JMT Bros. Realty, LLC v First Realty Bldrs., Inc. |
2008 NY Slip Op 04207 [51 AD3d 453] |
May 6, 2008 |
Appellate Division, First Department |
Published by New York State Law Reporting Bureau pursuant to Judiciary Law § 431. |
JMT Brothers Realty, LLC, Appellant, v First Realty Builders, Inc., et al., Respondents, and Joseph R. Foster, Doing Business as JRF Construction Management, Doing Business as JRF Construction Management, LLC, Respondent. |
—[*1]
Zetlin & DeChiara, LLP, New York (Tara B. Mulrooney of counsel), for
respondent.
Order, Supreme Court, New York County (Edward H. Lehner, J.), entered November 20, 2007, which denied the petition pursuant to CPLR article 75 to permanently stay arbitration of the counterclaims of respondents First Realty Builders, Inc. (First Realty), Robert Caffese, and Joseph R. Foster, doing business as JRF Construction Management, doing business as JRF Construction Management, LLC (JRF Construction), and denied respondent Foster's cross motion to permanently stay arbitration of claims petitioner asserted against him individually, unanimously reversed, on the law, without costs, and the petition and cross motion granted.
Petitioner entered into a contract with respondents First Realty and JRF Construction for the conversion of a townhouse from individual apartments and offices into a single family residence. The contract, which contained an arbitration clause, was signed by Joseph Foster on behalf of JRF Construction and by Robert Caffese on behalf of First Realty and, separately, on a line indicating that he was personally guaranteeing the contract. Following a dispute between petitioner and Caffese over an alleged misuse of funds, petitioner terminated First Realty. JRF Construction thereafter continued work on the project for several months until it was advised to stop work in light of petitioner's demand for arbitration against First Realty, Caffese, and JRF Construction. First Realty and Caffese asserted counterclaims relating, inter alia, to the subject project, and JRF Construction asserted a counterclaim seeking recovery of its fee, supervision costs, and reimbursement of costs for open invoices.
Petitioner then brought this petition seeking a stay of arbitration of the counterclaims on the ground that respondents were home improvement contractors that failed to obtain licenses required by law (see Administrative Code of City of NY § 20-385 et seq.). First Realty and Caffese defaulted, thereby admitting the allegations that they were unlicensed home improvement contractors engaged in a home improvement project (see Access Capital v DeCicco, 302 AD2d 48, 52 [2002]). Accordingly, as First Realty and Caffese are barred from recovery, the petition to stay the arbitration of their counterclaims should have been granted. [*2]

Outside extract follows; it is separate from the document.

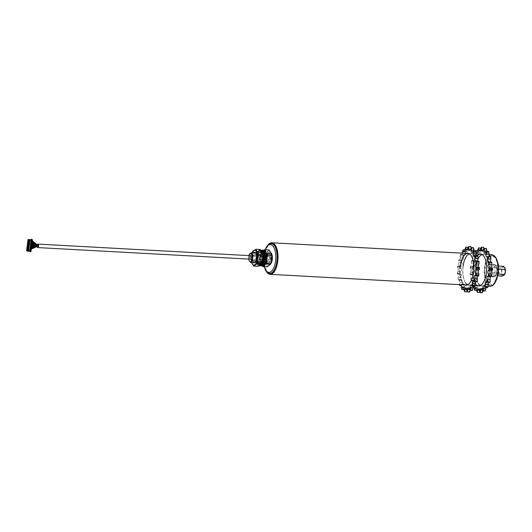 <?xml version="1.0" encoding="UTF-8"?>
<svg xmlns="http://www.w3.org/2000/svg" width="532" height="532" viewBox="0 0 532 532"><rect width="100%" height="100%" fill="white"/><g stroke="black" fill="none" stroke-linecap="round" stroke-linejoin="round"><path stroke-width="0.4" stroke-dasharray="2.66 2" d="M504.263 275.011A4.229 1.869 93.1 0 1 502.321 274.592A4.229 1.869 93.1 0 1 501.796 270.442A4.229 1.869 93.1 0 1 504.675 267.549M502.308 276.068L500.792 272.823L501.696 270.422L501.417 267.948L503.558 266.319M497.221 271.852A5.945 2.627 93.1 0 1 494.84 276.607A5.945 2.627 93.1 0 1 492.153 269.631A5.945 2.627 93.1 0 1 495.472 264.929A5.945 2.627 93.1 0 1 497.221 271.852M491.368 269.544A6.218 2.746 -86.9 0 0 493.676 276.913A6.218 2.746 -86.9 0 0 494.175 276.84A6.218 2.746 -86.9 0 0 496.669 271.865A6.218 2.746 -86.9 0 0 494.84 264.623A6.218 2.746 -86.9 0 0 494.354 264.497A6.218 2.746 -86.9 0 0 491.368 269.544M495.106 271.786A6.218 2.746 93.1 0 1 492.12 276.833A6.218 2.746 93.1 0 1 489.806 269.458A6.218 2.746 93.1 0 1 492.798 264.411A6.218 2.746 93.1 0 1 495.106 271.786M269.485 258.752A1.742 0.771 -86.9 0 0 268.84 256.69A1.742 0.771 -86.9 0 0 268.002 258.106A1.742 0.771 -86.9 0 0 268.653 260.168A1.742 0.771 -86.9 0 0 269.485 258.752A1.742 0.771 93.1 0 1 268.653 260.168A1.742 0.771 93.1 0 1 268.002 258.106A1.742 0.771 93.1 0 1 268.84 256.69A1.742 0.771 93.1 0 1 269.485 258.752M248.87 255.599A4.229 1.869 -86.9 0 0 248.67 256.643A4.229 1.869 -86.9 0 0 248.683 259.077M267.224 255.187L266.599 260.062L268.121 263.307L270.269 261.671L270.888 256.796L269.372 253.551L267.224 255.187L249.614 254.23L248.71 256.63L249.448 261.185M271.786 243.649A14.923 6.59 -86.9 0 0 264.617 255.766A14.923 6.59 -86.9 0 0 270.163 273.448M267.982 245.013A15.794 6.976 -86.9 0 0 264.244 255.599A15.794 6.976 -86.9 0 0 266.532 271.679M491.98 254.781A15.794 6.976 -86.9 0 0 484.393 267.596A15.794 6.976 -86.9 0 0 490.265 286.316M484.765 267.762A14.923 6.59 -86.9 0 0 490.311 285.451A14.923 6.59 -86.9 0 0 497.48 273.335A14.923 6.59 -86.9 0 0 491.934 255.646A14.923 6.59 -86.9 0 0 484.765 267.762M266.1 257.269A6.218 2.746 -86.9 0 0 268.407 264.637A6.218 2.746 -86.9 0 0 271.393 259.589A6.218 2.746 -86.9 0 0 269.086 252.221A6.218 2.746 -86.9 0 0 266.1 257.269M271.293 253.166A6.218 2.746 -86.9 0 0 269.977 252.268A6.218 2.746 -86.9 0 0 266.991 257.315A6.218 2.746 -86.9 0 0 269.298 264.683A6.218 2.746 -86.9 0 0 270.881 263.719M268.121 263.307L263.034 263.027M262.715 263.007L254.855 262.582M270.269 261.671L264.171 261.338M263.553 261.305L255.952 260.893M266.599 260.062L248.989 259.104M269.372 253.551L263.566 253.239M262.855 253.199L255.387 252.793M249.814 253.644L249.614 254.23M270.888 256.796L264.77 256.464M263.254 256.377L256.55 256.012M249.734 257.109A1.742 0.771 -86.9 0 0 250.379 259.17L268.653 260.168L250.379 259.17M493.164 267.503L495.312 265.867L496.828 269.112L496.21 273.987L494.062 275.616L492.539 272.377L493.164 267.503L501.417 267.948M495.312 265.867L498.584 266.047M496.828 269.112L498.75 269.212M492.539 272.377L500.792 272.823M494.062 275.616L498.052 275.835M496.21 273.987L498.371 274.1M29.533 251.317L29.892 251.337L30.058 250.02L27.385 250.266L27.465 249.628L29.739 249.754L30.889 240.777L28.615 240.65L28.695 240.018L31.275 240.55L31.441 239.234M29.546 251.257L29.586 250.924L26.6 250.765M30.058 250.02L28.502 250.08M29.892 251.337L30.929 251.789M31.275 240.55L29.892 249.947M31.92 240.91L31.381 240.956L31.501 239.979L32.086 240.517L32.026 240.956L31.381 240.956M31.767 242.133L31.222 242.18L31.348 241.202L31.854 241.422L31.873 242.18L31.222 242.18M31.607 243.35L31.069 243.397L31.189 242.419L31.774 242.958L31.714 243.397L31.069 243.397M31.454 244.574L30.909 244.62L31.036 243.643L31.541 243.862L31.561 244.62L30.909 244.62M31.295 245.791L30.756 245.837L30.876 244.86L31.461 245.398L31.401 245.837L30.756 245.837M31.142 247.014L30.597 247.054L30.723 246.083L31.228 246.303L31.248 247.061L30.597 247.054M30.982 248.231L30.444 248.278L30.563 247.3L31.149 247.839L31.089 248.278L30.444 248.278M30.829 249.455L30.284 249.495L30.41 248.524L30.916 248.743L30.936 249.501L30.284 249.495M30.67 250.672L30.131 250.718L30.251 249.741L30.836 250.279L30.776 250.718L30.131 250.718M30.457 251.31L29.586 250.924M28.529 239.653L27.079 250.971M28.296 240.564L28.342 240.198M28.143 241.787L28.189 241.422M27.983 243.004L28.03 242.639M27.83 244.228L27.877 243.862M27.671 245.445L27.97 245.106M27.358 247.885L27.405 247.52M27.205 249.109L27.498 248.763M27.046 250.326L27.092 249.96M29.752 240.318L31.102 240.477M28.695 240.018L29.619 239.999M28.615 240.65L28.529 239.945M30.889 240.777L28.442 240.577M29.739 249.754L30.716 240.703M27.465 249.628L29.566 249.681M27.385 250.266L27.292 249.555M28.475 250.326L27.212 250.193M32.086 240.517L31.807 240.943M31.155 240.943L31.282 239.965M31.873 242.18L31.541 242.12M31.927 241.741L31.647 242.166M31.002 242.166L31.122 241.189M31.774 242.958L31.494 243.383M30.843 243.383L30.969 242.406M31.561 244.62L31.228 244.56M31.614 244.181L31.335 244.607M30.69 244.607L30.809 243.629M31.461 245.398L31.182 245.824M30.53 245.824L30.657 244.846M31.248 247.061L30.916 247.001M31.302 246.622L31.022 247.048M30.377 247.048L30.497 246.07M31.149 247.839L30.869 248.264M30.218 248.264L30.344 247.287M30.936 249.501L30.603 249.442M30.989 249.062L30.71 249.488M30.065 249.488L30.184 248.511M30.836 250.279L30.557 250.705M29.905 250.705L30.031 249.727M28.322 240.577L28.369 240.211M28.209 240.145L28.389 240.524M28.169 241.801L28.216 241.435M28.056 241.362L28.229 241.741M28.01 243.018L28.056 242.652M27.897 242.585L28.076 242.964M27.857 244.241L27.903 243.875M27.744 243.802L27.917 244.181M27.764 246.688L27.591 246.316M27.431 246.243L27.604 246.622M27.385 247.899L27.431 247.533M27.272 247.466L27.451 247.839M27.072 250.339L27.119 249.974M26.959 249.907L27.139 250.279M37.06 246.549A1.742 0.771 93.1 0 1 37.047 245.518A1.742 0.771 93.1 0 1 37.233 244.773M37.719 245.664L34.114 243.869L37.719 245.691L34.121 243.091L38.031 245.831M37.765 246.203L37.719 245.777L33.822 244.52L38.031 245.87M31.674 240.657L31.581 240.231L31.674 240.657M38.224 245.93L38.138 245.505L38.224 245.93M37.725 245.711L37.845 246.216M30.889 246.755L30.743 246.316L30.889 246.755M37.652 246.05L33.516 246.715L37.958 245.91L33.436 247.447L37.958 245.904L33.729 245.252M30.577 249.195L30.404 248.763L30.577 249.195M30.736 247.978L30.57 247.54L30.736 247.978M30.843 245.831L30.909 245.092L30.843 245.831M37.639 245.771L33.516 245.983M31.202 244.314L31.082 243.875L31.202 244.314M31.514 241.874L31.415 241.448L31.514 241.874M31.361 243.097L31.248 242.659L31.361 243.097M266.446 260.254A7.421 3.278 93.1 0 1 266.033 261.99M265.608 263.127A7.421 3.278 93.1 0 1 264.71 264.61M264.324 265.016A7.421 3.278 93.1 0 1 260.401 261.864A7.421 3.278 93.1 0 1 260.234 256.75L261.372 252.574A8.605 3.797 93.1 0 1 261.378 252.54L264.065 250.22L263.646 251.875L262.755 251.822A6.271 2.766 93.1 0 0 262.589 251.842L262.456 251.157M262.456 266.04L260.294 261.019A8.605 3.797 93.1 0 1 260.294 260.986L260.241 256.743A7.421 3.278 93.1 0 1 260.82 254.11A7.421 3.278 93.1 0 1 264.703 251.077M264.318 265.082L263.36 265.96M266.512 260.387L266.479 261.325M271.273 262.595A7.421 3.278 93.1 0 1 267.19 265.275A7.421 3.278 93.1 0 1 265.581 257.042A7.421 3.278 93.1 0 1 268.48 251.137A7.421 3.278 93.1 0 1 271.712 254.569M269.205 249.947L265.508 252.767A8.605 3.797 -86.9 0 0 265.495 252.793L265.548 257.036L264.417 261.205A8.605 3.797 -86.9 0 0 264.417 261.239L267.044 266.838A8.605 3.797 -86.9 0 0 267.057 266.845M261.152 257.149A5.273 2.328 93.1 0 1 264.79 253.618A5.273 2.328 93.1 0 1 265.648 259.124A5.273 2.328 93.1 0 1 264.291 262.781A5.273 2.328 93.1 0 1 261.83 262.382A5.273 2.328 93.1 0 1 261.152 257.149M265.96 259.031A4.602 2.028 -86.9 0 0 265.215 254.223A4.602 2.028 -86.9 0 0 264.251 253.578A4.602 2.028 -86.9 0 0 262.043 257.308A4.602 2.028 -86.9 0 0 263.752 262.761A4.602 2.028 -86.9 0 0 264.783 262.223A4.602 2.028 -86.9 0 0 265.96 259.031M270.994 259.417A5.273 2.328 -86.9 0 0 270.316 254.183A5.273 2.328 -86.9 0 0 267.849 253.784A5.273 2.328 -86.9 0 0 266.499 257.441A5.273 2.328 -86.9 0 0 267.35 262.948A5.273 2.328 -86.9 0 0 270.994 259.417M266.18 257.535A4.602 2.028 93.1 0 1 267.363 254.343A4.602 2.028 93.1 0 1 268.394 253.804A4.602 2.028 93.1 0 1 270.103 259.257A4.602 2.028 93.1 0 1 267.895 262.988A4.602 2.028 93.1 0 1 266.924 262.343A4.602 2.028 93.1 0 1 266.18 257.535M265.375 251.317L265.907 252.673M266.924 257.794L266.725 258.712M267.044 266.838L262.921 266.612M264.417 261.239L260.294 261.019M264.417 261.205L260.294 260.986M265.495 252.793L261.372 252.574M265.508 252.767L261.378 252.54M264.963 251.297A7.421 3.278 93.1 0 1 265.887 252.753M266.239 253.764A7.421 3.278 93.1 0 1 266.579 255.5M266.692 256.963A7.421 3.278 93.1 0 1 266.638 258.765M262.748 263.2A5.22 2.308 93.1 0 1 262.223 263.307A5.22 2.308 93.1 0 1 260.281 257.116A5.22 2.308 93.1 0 1 262.788 252.873A5.22 2.308 93.1 0 1 262.928 252.893M263.234 252.999A5.22 2.308 93.1 0 1 263.679 252.919A5.22 2.308 93.1 0 1 265.621 259.111A5.22 2.308 93.1 0 1 263.114 263.353A5.22 2.308 93.1 0 1 261.172 257.162A5.22 2.308 93.1 0 1 262.868 253.199M258.971 259.131L259.862 259.184A7.96 3.511 93.1 0 1 259.909 257.668L260.7 257.169A6.271 2.766 93.1 0 1 260.727 256.963A6.271 2.766 93.1 0 1 260.747 256.803L259.855 256.757A6.271 2.766 93.1 0 0 259.835 256.916A6.271 2.766 93.1 0 0 259.809 257.116L259.018 257.621A7.96 3.511 93.1 0 0 258.971 259.131L259.749 259.543A6.271 2.766 93.1 0 0 259.776 259.895L259.117 261.106A7.96 3.511 93.1 0 0 259.377 262.449L260.181 262.043A6.271 2.766 93.1 0 0 260.274 262.323L259.895 263.998A7.96 3.511 93.1 0 0 260.394 264.903L261.079 263.759A6.271 2.766 93.1 0 0 261.225 263.905L261.192 265.588M262.728 266.053A7.96 3.511 93.1 0 1 262.077 265.767L262.116 263.952L261.225 263.905M262.077 265.767L261.185 265.721M262.116 263.952A6.271 2.766 93.1 0 1 261.97 263.805L261.079 263.759M261.97 263.805L261.285 264.949L260.394 264.903M261.285 264.949A7.96 3.511 93.1 0 1 260.786 264.052L259.895 263.998M260.786 264.052L261.172 262.369L260.274 262.323M261.172 262.369A6.271 2.766 93.1 0 1 261.072 262.09L260.181 262.043M261.072 262.09L259.377 262.449M260.268 262.495A7.96 3.511 93.1 0 1 260.008 261.159L259.117 261.106M260.008 261.159L260.667 259.949L259.776 259.895M260.667 259.949A6.271 2.766 93.1 0 1 260.64 259.589L259.749 259.543M259.862 259.184L260.64 259.589M259.909 257.668L259.018 257.621M260.7 257.169L259.809 257.116M260.747 256.803L260.161 255.659L259.27 255.613L259.855 256.757M259.27 255.613A7.96 3.511 93.1 0 1 259.603 254.223L260.381 254.529A6.271 2.766 93.1 0 1 260.494 254.23L261.385 254.283A6.271 2.766 93.1 0 0 261.272 254.575L260.381 254.529M260.161 255.659A7.96 3.511 93.1 0 1 260.494 254.269L259.603 254.223M260.494 254.269L261.272 254.575M261.385 254.283L261.106 252.627L260.215 252.58L260.494 254.23M260.215 252.58A7.96 3.511 93.1 0 1 260.766 251.589L261.372 252.647A6.271 2.766 93.1 0 1 261.525 252.474L262.416 252.52A6.271 2.766 93.1 0 0 262.263 252.693L261.372 252.647M261.106 252.627A7.96 3.511 93.1 0 1 261.658 251.643L260.766 251.589M261.658 251.643L262.263 252.693M262.416 252.52L262.495 250.685L261.604 250.638L261.525 252.474M262.495 250.685A7.96 3.511 93.1 0 1 263.16 250.299L263.147 250.293M263.16 250.299L263.48 251.889L262.589 251.842M264.703 251.284L264.683 252.321L264.012 252.288M264.683 252.321A6.271 2.766 93.1 0 1 264.823 252.467L263.932 252.421M265.508 251.323L264.823 252.467M265.668 253.731L265.322 253.89M265.628 253.904A6.271 2.766 93.1 0 1 265.721 254.183L264.83 254.136M266.532 253.777L265.721 254.183M266.299 262.003L264.63 261.651M265.142 264.637L264.53 263.579L263.639 263.533M264.53 263.579A6.271 2.766 93.1 0 1 264.377 263.752L263.746 263.719M264.344 264.59L264.377 263.752M263.633 265.98L263.313 264.384L262.422 264.338M263.313 264.384A6.271 2.766 93.1 0 1 263.154 264.397L262.429 264.364M261.205 264.171L260.74 263.373L261.631 263.42L262.256 264.351M262.755 265.933L263.154 264.397M257.382 256.956A5.22 2.308 93.1 0 1 259.895 252.713A5.22 2.308 93.1 0 1 261.837 258.904A5.22 2.308 93.1 0 1 259.323 263.147A5.22 2.308 93.1 0 1 257.382 256.956M258.279 257.003A5.22 2.308 93.1 0 1 260.786 252.767A5.22 2.308 93.1 0 1 262.728 258.958A5.22 2.308 93.1 0 1 260.215 263.194A5.22 2.308 93.1 0 1 258.279 257.003M256.078 258.978L256.969 259.024A7.96 3.511 93.1 0 1 257.009 257.508L257.807 257.009A6.271 2.766 93.1 0 1 257.827 256.81A6.271 2.766 93.1 0 1 257.854 256.643L256.963 256.597A6.271 2.766 93.1 0 0 256.936 256.757A6.271 2.766 93.1 0 0 256.916 256.963L256.118 257.461A7.96 3.511 93.1 0 0 256.078 258.978L256.85 259.383A6.271 2.766 93.1 0 0 256.876 259.742L256.225 260.953A7.96 3.511 93.1 0 0 256.477 262.289L257.288 261.884A6.271 2.766 93.1 0 0 257.382 262.163L256.996 263.839A7.96 3.511 93.1 0 0 257.495 264.743L258.186 263.599A6.271 2.766 93.1 0 0 258.326 263.746L258.293 265.561L259.184 265.614L259.217 263.799L258.326 263.746M259.217 263.799A6.271 2.766 93.1 0 1 259.077 263.646L258.186 263.599M259.077 263.646L258.392 264.79L257.495 264.743M258.392 264.79A7.96 3.511 93.1 0 1 257.887 263.892L256.996 263.839M257.887 263.892L258.273 262.21L257.382 262.163M258.273 262.21A6.271 2.766 93.1 0 1 258.18 261.93L257.288 261.884M258.18 261.93L256.477 262.289M257.368 262.336A7.96 3.511 93.1 0 1 257.116 260.999L256.225 260.953M257.116 260.999L257.767 259.789L256.876 259.742M257.767 259.789A6.271 2.766 93.1 0 1 257.741 259.436L256.85 259.383M256.969 259.024L257.741 259.436M257.009 257.508L256.118 257.461M257.807 257.009L256.916 256.963M257.854 256.643L257.269 255.5L256.377 255.453L256.963 256.597M256.377 255.453A7.96 3.511 93.1 0 1 256.703 254.063L257.488 254.369A6.271 2.766 93.1 0 1 257.594 254.077L258.486 254.123A6.271 2.766 93.1 0 0 258.379 254.422L257.488 254.369M257.269 255.5A7.96 3.511 93.1 0 1 257.594 254.116L256.703 254.063M257.594 254.116L258.379 254.422M258.486 254.123L258.206 252.467L257.315 252.421L257.594 254.077M257.315 252.421A7.96 3.511 93.1 0 1 257.867 251.437L258.479 252.487A6.271 2.766 93.1 0 1 258.632 252.314L259.523 252.361A6.271 2.766 93.1 0 0 259.37 252.534L258.479 252.487M258.206 252.467A7.96 3.511 93.1 0 1 258.758 251.483L257.867 251.437M258.758 251.483L259.37 252.534M259.523 252.361L259.603 250.532L258.712 250.479L258.632 252.314M258.712 250.479A7.96 3.511 93.1 0 1 259.377 250.093L259.696 251.683A6.271 2.766 93.1 0 1 259.855 251.669L260.747 251.716A6.271 2.766 93.1 0 0 260.587 251.729L259.696 251.683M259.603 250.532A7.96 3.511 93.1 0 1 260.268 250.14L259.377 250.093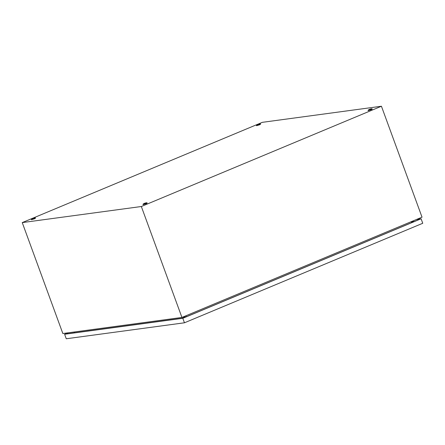 <?xml version="1.0" encoding="UTF-8"?>
<svg xmlns="http://www.w3.org/2000/svg" width="445" height="445" viewBox="0 0 445 445"><rect width="100%" height="100%" fill="white"/><g stroke="black" fill="none" stroke-linecap="round" stroke-linejoin="round"><path stroke-width="0.67" d="M141.338 206.513L22.25 222.6L262.344 122.331L381.432 106.238L141.338 206.513L181.933 317.446L62.845 333.533L22.25 222.6M181.933 317.446L422.027 217.171L381.432 106.238M74.148 332.849L74.437 331.97M182.022 317.407L186.11 316.857M186.016 315.739L186.299 316.779M411.809 222.589L411.219 221.682M35.255 217.872L31.411 219.279A6.597 6.597 0 0 1 35.255 217.872M35.361 217.9L35.483 218.228L34.365 218.845L31.467 219.702L31.345 219.368M371.981 108.78L368.137 110.188A6.597 6.597 0 0 1 371.981 108.78M372.092 108.808L372.215 109.142L371.097 109.754L368.199 110.61L368.076 110.277M146.894 202.787L143.051 204.194A6.597 6.597 0 0 1 146.894 202.787M147.006 202.814L147.128 203.148L146.01 203.76L143.112 204.617L142.99 204.283M260.342 123.866L256.498 125.273A6.597 6.597 0 0 1 260.342 123.866M260.447 123.894L260.57 124.222L259.452 124.839L256.554 125.696L256.431 125.362M416.793 219.357L421.103 218.773L422.75 223.273L184.458 322.792L182.812 318.297L64.62 334.262L68.052 332.832M184.458 322.792L66.266 338.762L64.62 334.262M421.103 218.773L182.812 318.297M416.342 219.546L420.43 218.99L183.04 318.136L65.293 334.045L68.274 332.799M413.928 221.71L411.291 221.799M413.833 221.454L411.369 221.916"/></g></svg>

JRF Construction opposed the petition on the basis that it was not required to be licensed since its role on the project was solely to coordinate, monitor and supervise the renovation project. Accepting those allegations as true, JRF Construction nevertheless was required to obtain a license when providing services in connection with a home improvement project (see O'Mara Org. v Plehn, 179 AD2d 548 [1992]). Since an unlicensed contractor is precluded, as a matter of public policy, from either enforcing a home improvement contract or seeking recovery in quantum meruit (see B & F Bldg. Corp. v Liebig, 76 NY2d 689 [1990]; Blake Elec. Contr. Co. v Paschall, 222 AD2d 264 [1995]), the petition to stay arbitration of JRF Construction's counterclaim should also have been granted (see Matter of Heller [Clark Constr. Corp.], 178 AD2d 195 [1991]).
Furthermore, the court erred in denying Foster's cross motion to stay arbitration of the claims against him individually since he signed the arbitration agreement in his capacity as president of JRF Construction, and a party will not be compelled to arbitrate absent evidence that affirmatively establishes an express agreement to do so (see Matter of Metamorphosis Constr. Corp. v Glekel, 247 AD2d 231 [1998]; Matter of Jevremov [Crisci], 129 AD2d 174 [1987]). We reject petitioner's claim that Foster may be held personally liable because the entity named in the parties' contract, "JRF Construction Management," is a nonexistent entity. Petitioner drafted the contract and there is no claim of confusion as to the parties involved in the contract (see Matter of Harmon v Ivy Walk Inc., 48 AD3d 344 [2008]). Concur—Lippman, P.J., Saxe, Buckley and Acosta, JJ.